Reprogen - Animal Bioscience, Faculty of Veterinary Science, University of Sydney, 425 Werombi Road, Camden, NSW 2570, Australia.
BMC Genomics. 2012 Oct 8;13:538. doi: 10.1186/1471-2164-13-538.
We investigated strategies and factors affecting accuracy of imputing genotypes from lower-density SNP panels (Illumina 3K, 7K, Affymetrix 15K and 25K, and evenly spaced subsets) up to one medium (Illumina 50K) and one high-density (Illumina 800K) SNP panel. We also evaluated the utility of imputed genotypes on the accuracy of genomic selection using Australian Holstein-Friesian cattle data from 2727 and 845 animals genotyped with 50K and 800K SNP chip, respectively. Animals were divided into reference and test sets (genotyped with higher and lower density SNP panels, respectively) for evaluating the accuracies of imputation. For the accuracy of genomic selection, a comparison of direct genetic values (DGV) was made by dividing the data into training and validation sets under a range of imputation scenarios.
Of the three methods compared for imputation, IMPUTE2 outperformed Beagle and fastPhase for almost all scenarios. Higher SNP densities in the test animals, larger reference sets and higher relatedness between test and reference animals increased the accuracy of imputation. 50K specific genotypes were imputed with moderate allelic error rates from 15K (2.85%) and 25K (2.75%) genotypes. Using IMPUTE2, SNP genotypes up to 800K were imputed with low allelic error rate (0.79% genome-wide) from 50K genotypes, and with moderate error rate from 3K (4.78%) and 7K (2.00%) genotypes.

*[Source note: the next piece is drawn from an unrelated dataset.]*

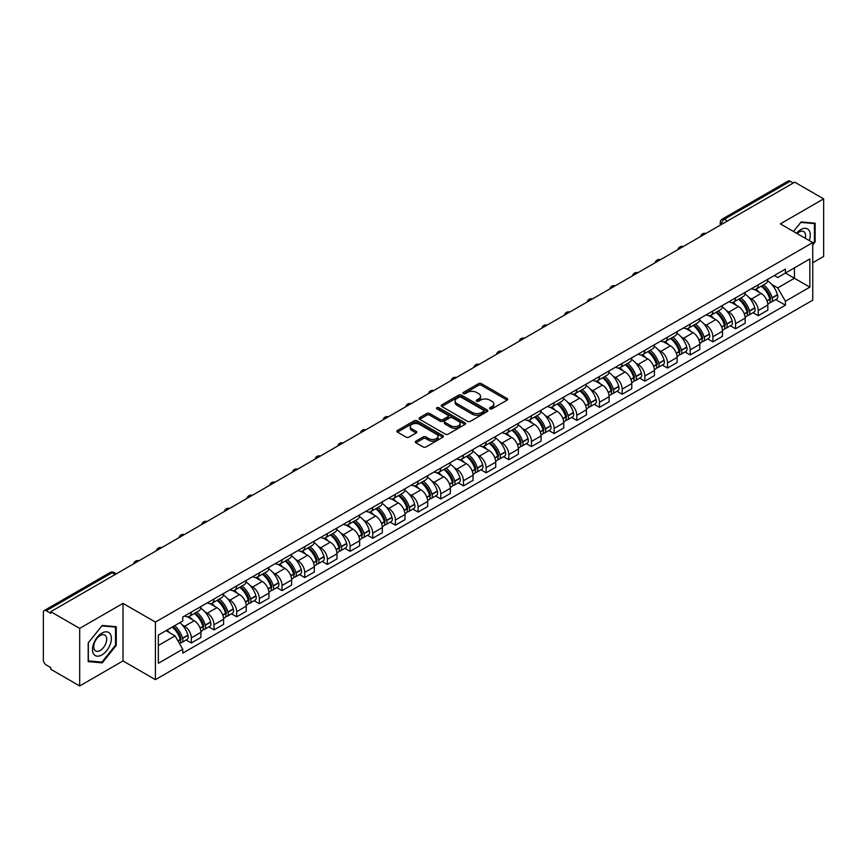 <?xml version="1.0" encoding="UTF-8"?>
<svg xmlns="http://www.w3.org/2000/svg" width="867" height="867" viewBox="0 0 867 867"><rect width="100%" height="100%" fill="white"/><g stroke="black" fill="none" stroke-linecap="round" stroke-linejoin="round"><path stroke-width="1.3" d="M489.942 408.866A1.409 0.813 0 0 0 491.936 408.866L507.097 400.12A2.016 1.16 0 0 0 507.694 399.297A2.016 1.16 0 0 0 507.097 398.473L481.413 383.637A2.016 1.16 0 0 0 478.562 383.637L463.401 392.393A1.409 0.813 0 0 0 462.989 392.968A1.409 0.813 0 0 0 463.401 393.542A1.409 0.813 0 0 0 465.395 393.542L467.356 392.415A6.459 3.728 0 0 1 476.492 392.415L478.638 393.651A6.459 3.728 0 0 1 480.524 396.284A6.459 3.728 0 0 1 478.638 398.918L476.677 400.055A1.409 0.813 0 0 0 476.254 400.63A1.409 0.813 0 0 0 476.677 401.204A1.409 0.813 0 0 0 478.671 401.204L480.632 400.077A6.459 3.728 0 0 1 489.757 400.077L491.903 401.313A6.459 3.728 0 0 1 493.789 403.946A6.459 3.728 0 0 1 491.903 406.58L489.942 407.718A1.409 0.813 0 0 0 489.53 408.292A1.409 0.813 0 0 0 489.942 408.866L489.942 407.718M415.922 441.14A2.016 1.16 0 0 0 415.336 441.964A2.016 1.16 0 0 0 415.922 442.788L423.129 446.949A2.016 1.16 0 0 0 425.979 446.949L442.82 437.228A2.016 1.16 0 0 0 443.416 436.404A2.016 1.16 0 0 0 442.82 435.581L417.135 420.755A2.016 1.16 0 0 0 414.285 420.755L397.444 430.476A2.016 1.16 0 0 0 396.858 431.3A2.016 1.16 0 0 0 397.444 432.124L406.146 437.141A2.016 1.16 0 0 0 409.007 437.141L416.214 432.98A2.016 1.16 0 0 0 416.799 432.156A2.016 1.16 0 0 0 416.214 431.332L411.89 428.84A5.397 3.121 0 0 1 410.308 426.64A5.397 3.121 0 0 1 413.646 423.757A5.397 3.121 0 0 1 419.53 424.44L436.437 434.204A5.397 3.121 0 0 1 438.019 436.404A5.397 3.121 0 0 1 434.681 439.276A5.397 3.121 0 0 1 428.797 438.604L425.979 436.979A2.016 1.16 0 0 0 423.129 436.979L415.922 441.14L415.922 442.788M155.421 622.094L123.006 603.378L79.688 628.391L50.763 611.69L794.725 182.168L823.65 198.868L780.333 223.881L812.747 242.587L155.421 622.094L155.421 679.663L812.747 300.166L812.747 242.587M467.508 421.329A2.016 1.16 0 0 0 470.358 421.329L487.2 411.608A2.016 1.16 0 0 0 487.785 410.785A2.016 1.16 0 0 0 487.2 409.961L461.515 395.135A2.016 1.16 0 0 0 458.654 395.135L441.823 404.856A2.016 1.16 0 0 0 441.227 405.68A2.016 1.16 0 0 0 441.823 406.504L467.508 421.329M437.467 409.17A1.409 0.813 0 0 1 438.897 409.376L438.897 407.696L465.005 422.771A2.016 1.16 0 0 1 465.601 423.595A2.016 1.16 0 0 1 465.005 424.418L448.174 434.139A2.016 1.16 0 0 1 445.313 434.139L419.639 419.314L419.639 417.666A2.016 1.16 0 0 0 419.043 418.49A2.016 1.16 0 0 0 419.639 419.314M419.639 417.666L426.835 413.505A2.016 1.16 0 0 1 429.696 413.505L440.111 419.52A2.016 1.16 0 0 0 442.961 419.52L447.74 416.756A2.016 1.16 0 0 0 448.337 415.932A2.016 1.16 0 0 0 447.74 415.109L436.903 408.845A1.409 0.813 0 0 1 436.48 408.27A1.409 0.813 0 0 1 437.358 407.523A1.409 0.813 0 0 1 438.897 407.696M79.688 628.391L79.688 685.96L50.763 669.259L50.763 667.579L46.254 664.978A4.107 2.373 -120 0 1 43.35 659.95L43.35 612.438A4.107 2.373 -120 0 1 44.206 610.563L110.055 572.545A4.107 2.373 60 0 1 112.103 572.751L46.254 610.769A4.107 2.373 -120 0 0 44.206 610.563M812.747 262.734L823.65 256.437L823.65 198.868M79.688 685.96L123.006 660.947L155.421 679.663M50.763 611.69L50.763 613.37L46.254 610.769M727.424 221.02L724.368 219.264A4.107 2.373 60 0 0 722.309 219.058L788.157 181.04A4.107 2.373 60 0 1 790.216 181.246L724.368 219.264A4.107 2.373 120 0 0 721.463 224.293L721.463 224.466M793.272 183.002L790.216 181.246M758.235 284.81A9.461 5.462 60 0 1 756.284 289.047L765.875 283.509A9.461 5.462 -120 0 0 767.826 279.272M749.131 297.587L751.548 298.985A9.461 5.462 60 0 1 758.235 310.57L767.826 305.032A9.461 5.462 -120 0 0 761.139 293.447L754.279 289.48M767.826 305.032L767.826 310.148L758.235 315.686L753.033 312.684M756.284 289.047A9.461 5.462 60 0 1 751.624 288.624M758.235 310.57L758.235 315.686M735.563 297.901A9.461 5.462 60 0 1 733.601 302.139L743.192 296.601A9.461 5.462 -120 0 0 745.154 292.363M730.361 325.775L735.563 328.777L745.154 323.239L745.154 318.124A9.461 5.462 -120 0 0 738.467 306.539L731.596 302.572M733.601 302.139A9.461 5.462 60 0 1 728.952 301.716M726.459 310.679L728.876 312.077A9.461 5.462 60 0 1 735.563 323.662L735.563 328.777M712.88 310.993A9.461 5.462 60 0 1 710.929 315.23L720.52 309.692A9.461 5.462 -120 0 0 722.482 305.455M707.678 338.867L712.88 341.869L722.482 336.331L722.482 331.216A9.461 5.462 -120 0 0 715.795 319.63L708.924 315.664M710.929 315.23A9.461 5.462 60 0 1 706.269 314.808M703.776 323.781L706.193 325.168A9.461 5.462 60 0 1 712.88 336.754L712.88 341.869M690.208 324.085A9.461 5.462 60 0 1 688.246 328.322L697.848 322.784A9.461 5.462 -120 0 0 699.799 318.547M685.006 351.959L690.208 354.961L699.799 349.423L699.799 344.307A9.461 5.462 -120 0 0 693.112 332.722L686.252 328.766M688.246 328.322A9.461 5.462 60 0 1 683.597 327.899M681.104 336.873L683.521 338.26A9.461 5.462 60 0 1 690.208 349.845L690.208 354.961M667.536 337.176A9.461 5.462 60 0 1 665.574 341.414L675.165 335.876A9.461 5.462 -120 0 0 677.127 331.638M662.334 365.05L667.536 368.052L677.127 362.514L677.127 357.399A9.461 5.462 -120 0 0 670.44 345.814L663.569 341.858M665.574 341.414A9.461 5.462 60 0 1 660.914 340.991M658.421 349.965L660.849 351.352A9.461 5.462 60 0 1 667.536 362.937L667.536 368.052M644.853 350.268A9.461 5.462 60 0 1 642.902 354.505L652.493 348.967A9.461 5.462 -120 0 0 654.444 344.73M639.651 378.142L644.853 381.155L654.444 375.606L654.444 370.491A9.461 5.462 -120 0 0 647.757 358.905L640.897 354.95M642.902 354.505A9.461 5.462 60 0 1 638.242 354.083M635.749 363.056L638.166 364.443A9.461 5.462 60 0 1 644.853 376.029L644.853 381.155M622.181 363.36A9.461 5.462 60 0 1 620.219 367.597L629.81 362.059A9.461 5.462 -120 0 0 631.772 357.822M616.979 391.234L622.181 394.247L631.772 388.698L631.772 383.582A9.461 5.462 -120 0 0 625.085 371.997L618.214 368.042M620.219 367.597A9.461 5.462 60 0 1 615.57 367.175M613.077 376.148L615.494 377.546A9.461 5.462 60 0 1 622.181 389.12L622.181 394.247M599.498 376.451A9.461 5.462 60 0 1 597.547 380.7L607.138 375.151A9.461 5.462 -120 0 0 609.1 370.913M594.296 404.325L599.498 407.338L609.1 401.8L609.1 396.674A9.461 5.462 -120 0 0 602.413 385.089L595.542 381.133M597.547 380.7A9.461 5.462 60 0 1 592.887 380.266M590.394 389.24L592.811 390.638A9.461 5.462 60 0 1 599.498 402.212L599.498 407.338M576.826 389.543A9.461 5.462 60 0 1 574.864 393.791L584.466 388.243A9.461 5.462 -120 0 0 586.417 384.005M571.624 417.417L576.826 420.43L586.417 414.892L586.417 409.766A9.461 5.462 -120 0 0 579.73 398.191L572.87 394.225M574.864 393.791A9.461 5.462 60 0 1 570.215 393.358M567.722 402.331L570.139 403.729A9.461 5.462 60 0 1 576.826 415.304L576.826 420.43M554.154 402.635A9.461 5.462 60 0 1 552.192 406.883L561.783 401.345A9.461 5.462 -120 0 0 563.745 397.097M548.952 430.52L554.154 433.522L563.745 427.984L563.745 422.858A9.461 5.462 -120 0 0 557.058 411.283L550.187 407.317M552.192 406.883A9.461 5.462 60 0 1 547.532 406.45M545.04 415.423L547.467 416.821A9.461 5.462 60 0 1 554.154 428.396L554.154 433.522M531.471 415.727A9.461 5.462 60 0 1 529.52 419.975L539.111 414.437A9.461 5.462 -120 0 0 541.062 410.189M526.269 443.611L531.471 446.613L541.062 441.075L541.062 435.949A9.461 5.462 -120 0 0 534.375 424.375L527.515 420.408M529.52 419.975A9.461 5.462 60 0 1 524.86 419.541M522.367 428.515L524.784 429.913A9.461 5.462 60 0 1 531.471 441.487L531.471 446.613M508.799 428.818A9.461 5.462 60 0 1 506.837 433.067L516.429 427.529A9.461 5.462 -120 0 0 518.39 423.28M503.597 456.703L508.799 459.705L518.39 454.167L518.39 449.041A9.461 5.462 -120 0 0 511.703 437.467L504.832 433.5M506.837 433.067A9.461 5.462 60 0 1 502.188 432.633M499.695 441.606L502.112 443.004A9.461 5.462 60 0 1 508.799 454.579L508.799 459.705M486.116 441.91A9.461 5.462 60 0 1 484.165 446.158L493.757 440.62A9.461 5.462 -120 0 0 495.718 436.372M480.914 469.795L486.116 472.797L495.718 467.259L495.718 462.133A9.461 5.462 -120 0 0 489.031 450.558L482.16 446.592M484.165 446.158A9.461 5.462 60 0 1 479.505 445.725M477.013 454.698L479.429 456.096A9.461 5.462 60 0 1 486.116 467.671L486.116 472.797M463.444 455.002A9.461 5.462 60 0 1 461.482 459.25L471.084 453.712A9.461 5.462 -120 0 0 473.035 449.464M458.242 482.886L463.444 485.888L473.035 480.351L473.035 475.224A9.461 5.462 -120 0 0 466.348 463.65L459.488 459.683M461.482 459.25A9.461 5.462 60 0 1 456.833 458.816M454.341 467.79L456.757 469.188A9.461 5.462 60 0 1 463.444 480.762L463.444 485.888M440.772 468.093A9.461 5.462 60 0 1 438.81 472.342L448.402 466.804A9.461 5.462 -120 0 0 450.363 462.555M435.57 495.978L440.772 498.98L450.363 493.442L450.363 488.316A9.461 5.462 -120 0 0 443.676 476.742L436.805 472.775M438.81 472.342A9.461 5.462 60 0 1 434.15 471.908M431.658 480.882L434.085 482.28A9.461 5.462 60 0 1 440.772 493.854L440.772 498.98M418.089 481.185A9.461 5.462 60 0 1 416.138 485.433L425.73 479.895A9.461 5.462 -120 0 0 427.68 475.647M412.887 509.07L418.089 512.072L427.68 506.534L427.68 501.408A9.461 5.462 -120 0 0 420.994 489.833L414.133 485.867M416.138 485.433A9.461 5.462 60 0 1 411.478 485M408.986 493.973L411.402 495.371A9.461 5.462 60 0 1 418.089 506.957L418.089 512.072M395.417 494.277A9.461 5.462 60 0 1 393.455 498.525L403.047 492.987A9.461 5.462 -120 0 0 405.008 488.739M390.215 522.162L395.417 525.164L405.008 519.626L405.008 514.499A9.461 5.462 -120 0 0 398.321 502.925L391.45 498.958M393.455 498.525A9.461 5.462 60 0 1 388.806 498.091M386.314 507.065L388.73 508.463A9.461 5.462 60 0 1 395.417 520.048L395.417 525.164M372.734 507.368A9.461 5.462 60 0 1 370.783 511.617L380.375 506.079A9.461 5.462 -120 0 0 382.336 501.83M367.532 535.253L372.734 538.255L382.336 532.717L382.336 527.591A9.461 5.462 -120 0 0 375.649 516.017L368.778 512.05M370.783 511.617A9.461 5.462 60 0 1 366.123 511.194M363.631 520.157L366.047 521.555A9.461 5.462 60 0 1 372.734 533.14L372.734 538.255M350.062 520.46A9.461 5.462 60 0 1 348.101 524.708L357.703 519.17A9.461 5.462 -120 0 0 359.653 514.922M344.86 548.345L350.062 551.347L359.653 545.809L359.653 540.694A9.461 5.462 -120 0 0 352.967 529.108L346.106 525.142M348.101 524.708A9.461 5.462 60 0 1 343.451 524.286M340.959 533.248L343.375 534.646A9.461 5.462 60 0 1 350.062 546.232L350.062 551.347M327.39 533.552A9.461 5.462 60 0 1 325.428 537.8L335.02 532.262A9.461 5.462 -120 0 0 336.981 528.014M322.188 561.437L327.39 564.439L336.981 558.901L336.981 553.785A9.461 5.462 -120 0 0 330.294 542.2L323.424 538.234M325.428 537.8A9.461 5.462 60 0 1 320.768 537.377M318.276 546.34L320.703 547.738A9.461 5.462 60 0 1 327.39 559.323L327.39 564.439M304.707 546.644A9.461 5.462 60 0 1 302.756 550.892L312.348 545.354A9.461 5.462 -120 0 0 314.298 541.106M299.505 574.528L304.707 577.53L314.298 571.992L314.298 566.877A9.461 5.462 -120 0 0 307.622 555.292L300.751 551.325M302.756 550.892A9.461 5.462 60 0 1 298.096 550.469M295.604 559.432L298.02 560.83A9.461 5.462 60 0 1 304.707 572.415L304.707 577.53M282.035 559.735A9.461 5.462 60 0 1 280.074 563.983L289.665 558.446A9.461 5.462 -120 0 0 291.626 554.197M276.833 587.62L282.035 590.622L291.626 585.084L291.626 579.969A9.461 5.462 -120 0 0 284.94 568.384L278.069 564.417M280.074 563.983A9.461 5.462 60 0 1 275.424 563.561M272.932 572.523L275.348 573.921A9.461 5.462 60 0 1 282.035 585.507L282.035 590.622M259.352 572.827A9.461 5.462 60 0 1 257.401 577.075L266.993 571.537A9.461 5.462 -120 0 0 268.954 567.289M254.15 600.712L259.352 603.714L268.954 598.176L268.954 593.061A9.461 5.462 -120 0 0 262.267 581.475L255.397 577.509M257.401 577.075A9.461 5.462 60 0 1 252.741 576.653M250.249 585.615L252.665 587.013A9.461 5.462 60 0 1 259.352 598.598L259.352 603.714M236.68 585.919A9.461 5.462 60 0 1 234.719 590.167L244.321 584.629A9.461 5.462 -120 0 0 246.271 580.381M231.478 613.803L236.68 616.805L246.271 611.268L246.271 606.152A9.461 5.462 -120 0 0 239.585 594.567L232.724 590.6M234.719 590.167A9.461 5.462 60 0 1 230.069 589.744M227.577 598.707L229.993 600.105A9.461 5.462 60 0 1 236.68 611.69L236.68 616.805M214.008 599.01A9.461 5.462 60 0 1 212.047 603.259L221.638 597.721A9.461 5.462 -120 0 0 223.599 593.472M208.806 626.895L214.008 629.897L223.599 624.359L223.599 619.244A9.461 5.462 -120 0 0 216.913 607.659L210.042 603.692M212.047 603.259A9.461 5.462 60 0 1 207.386 602.836M204.894 611.799L207.321 613.197A9.461 5.462 60 0 1 214.008 624.782L214.008 629.897M191.325 612.102A9.461 5.462 60 0 1 189.374 616.35L198.966 610.812A9.461 5.462 -120 0 0 200.916 606.564M186.123 639.987L191.325 642.989L200.916 637.451L200.916 632.336A9.461 5.462 -120 0 0 194.241 620.75L187.37 616.784M189.374 616.35A9.461 5.462 60 0 1 184.714 615.928M182.222 624.89L184.638 626.288A9.461 5.462 60 0 1 191.325 637.874L191.325 642.989M774.296 275.533L777.721 277.505L809.843 258.951L794.432 267.849L794.432 278.264L777.721 287.909L771.803 284.495M158.336 645.514L175.047 635.858L182.753 649.199L158.336 663.298L158.336 635.099L182.753 621L182.753 617.055L785.415 269.106L785.415 273.051L809.843 287.15L785.415 301.25L777.721 287.909M809.843 258.951L809.843 287.15M182.753 649.199L182.753 653.144L785.415 305.195L785.415 301.25M812.747 244.895L815.143 241.915L815.143 223.209L801.119 221.963L793.478 231.467M123.006 603.378L123.006 660.947M88.196 661.619L102.219 662.865L116.254 645.416L116.254 626.711L102.219 625.465L88.196 642.913L88.196 661.619M175.047 635.858L166.03 630.656M775.716 299.592L785.415 305.195M814.416 241.492L815.143 241.915M100.735 662.009L102.219 662.865M115.517 645.005L116.254 645.416M490.505 409.072L491.903 408.259A6.459 3.728 0 0 0 493.789 405.626L493.789 403.946M480.524 396.284L480.524 397.964A6.459 3.728 0 0 1 478.638 400.597L477.24 401.41M507.097 398.473L507.097 400.12L481.413 385.316A2.016 1.16 0 0 0 478.562 385.316L463.964 393.748M487.167 411.619L461.515 396.815A2.016 1.16 0 0 0 458.654 396.815L441.845 406.515L441.823 404.856M483.623 411.359A1.409 0.813 0 0 0 484.046 410.785A1.409 0.813 0 0 0 483.623 410.21L461.081 397.194A1.409 0.813 0 0 0 459.087 397.194L457.017 398.387A6.459 3.728 0 0 0 455.121 401.02A6.459 3.728 0 0 0 457.017 403.654L472.428 412.551A6.459 3.728 0 0 0 481.553 412.551L483.623 411.359L483.623 413.039A1.409 0.813 0 0 0 484.046 412.464L484.046 410.785M455.121 401.02L455.121 402.7A6.459 3.728 0 0 0 457.017 405.333L457.017 403.654M483.623 413.039L481.553 414.231A6.459 3.728 0 0 1 472.428 414.231L457.017 405.333M419.661 419.325L426.835 415.185L426.835 413.505M448.337 415.932L448.337 417.612A2.016 1.16 0 0 1 447.74 418.436L442.961 421.189A2.016 1.16 0 0 1 440.111 421.189L429.696 415.185A2.016 1.16 0 0 0 426.835 415.185M438.897 409.376L464.983 424.429M450.916 425.751A5.397 3.121 0 0 0 456.801 426.434A5.397 3.121 0 0 0 460.128 423.551A5.397 3.121 0 0 0 458.556 421.351L452.596 417.905A2.016 1.16 0 0 0 449.745 417.905L444.955 420.668A2.016 1.16 0 0 0 444.37 421.492A2.016 1.16 0 0 0 444.955 422.316L450.916 425.751L450.916 427.431A5.397 3.121 0 0 0 456.801 428.114A5.397 3.121 0 0 0 460.128 425.231L460.128 423.551M444.37 421.492L444.37 423.172A2.016 1.16 0 0 0 444.955 423.996L444.955 422.316M450.916 427.431L444.955 423.996M438.019 436.404L438.019 438.084A5.397 3.121 0 0 1 434.681 440.956A5.397 3.121 0 0 1 428.797 440.284L425.979 438.659A2.016 1.16 0 0 0 423.129 438.659L415.954 442.799M410.308 426.64L410.308 428.32A5.397 3.121 0 0 0 411.89 430.52L411.89 428.84M416.182 433.001L411.89 430.52M442.82 435.581L442.82 437.228L417.135 422.435A2.016 1.16 0 0 0 414.285 422.435L397.476 432.134L397.444 430.476M761.811 285.861A12.951 7.478 60 0 1 761.876 285.893A12.951 7.478 60 0 1 770.395 297.522L770.47 297.782A2.514 1.452 60 0 1 770.069 299.765A2.514 1.452 60 0 1 770.015 299.798M761.237 286.186A15.628 9.017 60 0 1 769.82 299.072L769.907 299.343A5.191 3.002 60 0 1 769.083 303.417L767.794 304.165M769.972 302.269A5.191 3.002 -120 0 0 771.402 302.074A5.191 3.002 -120 0 0 772.226 297.999L772.15 297.739A15.628 9.017 -120 0 0 763.567 284.842M767.631 280.93A15.628 9.017 60 0 1 777.461 294.672L777.536 294.943A5.191 3.002 60 0 1 776.713 299.017L771.402 302.074M755.916 289.231A15.628 9.017 60 0 1 759.178 292.309M766.775 292.331L768.758 293.48M809.247 240.571A13.363 7.716 120 0 0 809.009 230.319A13.363 7.716 120 0 0 796.545 233.234M805.259 238.262A9.147 5.278 120 0 0 804.706 232.529A9.147 5.278 120 0 0 803.676 231.576A9.147 5.278 120 0 0 797.098 233.559M793.5 231.478L800.826 222.375L814.416 223.588L814.416 241.709L812.747 243.79M813.517 223.068L814.416 223.588M110.109 633.82A13.363 7.716 120 0 0 97.202 637.278A13.363 7.716 120 0 0 93.744 654.173A13.363 7.716 120 0 0 106.652 650.716A13.363 7.716 120 0 0 110.109 633.82M105.817 636.031A9.147 5.278 120 0 0 104.788 635.077A9.147 5.278 120 0 0 96.27 639.347A9.147 5.278 120 0 0 94.611 649.979A9.147 5.278 120 0 0 95.641 650.933A9.147 5.278 120 0 0 104.148 646.652A9.147 5.278 120 0 0 105.817 636.031M101.927 662.117L88.336 660.903L88.336 642.783L101.927 625.876L115.517 627.09L115.517 645.211L101.927 662.117M114.617 626.57L115.517 627.09M739.128 298.952A12.951 7.478 60 0 1 739.193 298.985A12.951 7.478 60 0 1 747.712 310.614L747.798 310.874A2.514 1.452 60 0 1 747.397 312.857A2.514 1.452 60 0 1 747.343 312.889M738.565 299.278A15.628 9.017 60 0 1 747.148 312.174L747.224 312.434A5.191 3.002 60 0 1 746.4 316.509L745.111 317.257M747.289 315.36A5.191 3.002 -120 0 0 748.73 315.165A5.191 3.002 -120 0 0 749.554 311.09L749.478 310.83A15.628 9.017 -120 0 0 740.884 297.934M744.959 294.021A15.628 9.017 60 0 1 754.778 307.763L754.854 308.034A5.191 3.002 60 0 1 754.041 312.109L748.73 315.165M733.233 302.323A15.628 9.017 60 0 1 736.495 305.401M744.092 305.422L746.086 306.571M716.456 312.044A12.951 7.478 60 0 1 716.521 312.077A12.951 7.478 60 0 1 725.04 323.705L725.115 323.965A2.514 1.452 60 0 1 724.714 325.949A2.514 1.452 60 0 1 724.66 325.981M715.882 312.369A15.628 9.017 60 0 1 724.476 325.266L724.552 325.526A5.191 3.002 60 0 1 723.728 329.601L722.439 330.349M724.617 328.452A5.191 3.002 -120 0 0 726.058 328.257A5.191 3.002 -120 0 0 726.871 324.182L726.795 323.922A15.628 9.017 -120 0 0 718.212 311.025M722.287 307.113A15.628 9.017 60 0 1 732.106 320.855L732.182 321.126A5.191 3.002 60 0 1 731.358 325.201L726.058 328.257M710.561 315.415A15.628 9.017 60 0 1 713.823 318.492M721.42 318.514L723.414 319.663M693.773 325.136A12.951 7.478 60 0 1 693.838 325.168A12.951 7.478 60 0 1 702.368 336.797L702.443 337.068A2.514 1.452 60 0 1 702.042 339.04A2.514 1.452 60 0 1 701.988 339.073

The error rate of imputing up to 800K from 3K or 7K was further reduced when an additional middle tier of 50K genotypes was incorporated in a 3-tiered framework. Accuracies of DGV for five production traits using imputed 50K genotypes were close to those obtained with the actual 50K genotypes and higher compared to using 3K or 7K genotypes. The loss in accuracy of DGV was small when most of the training animals also had imputed (50K) genotypes. Additional gains in DGV accuracies were small when SNP densities increased from 50K to imputed 800K.
Population-based genotype imputation can be used to predict and combine genotypes from different low, medium and high-density SNP chips with a high level of accuracy. Imputing genotypes from low-density SNP panels to at least 50K SNP density increases the accuracy of genomic selection.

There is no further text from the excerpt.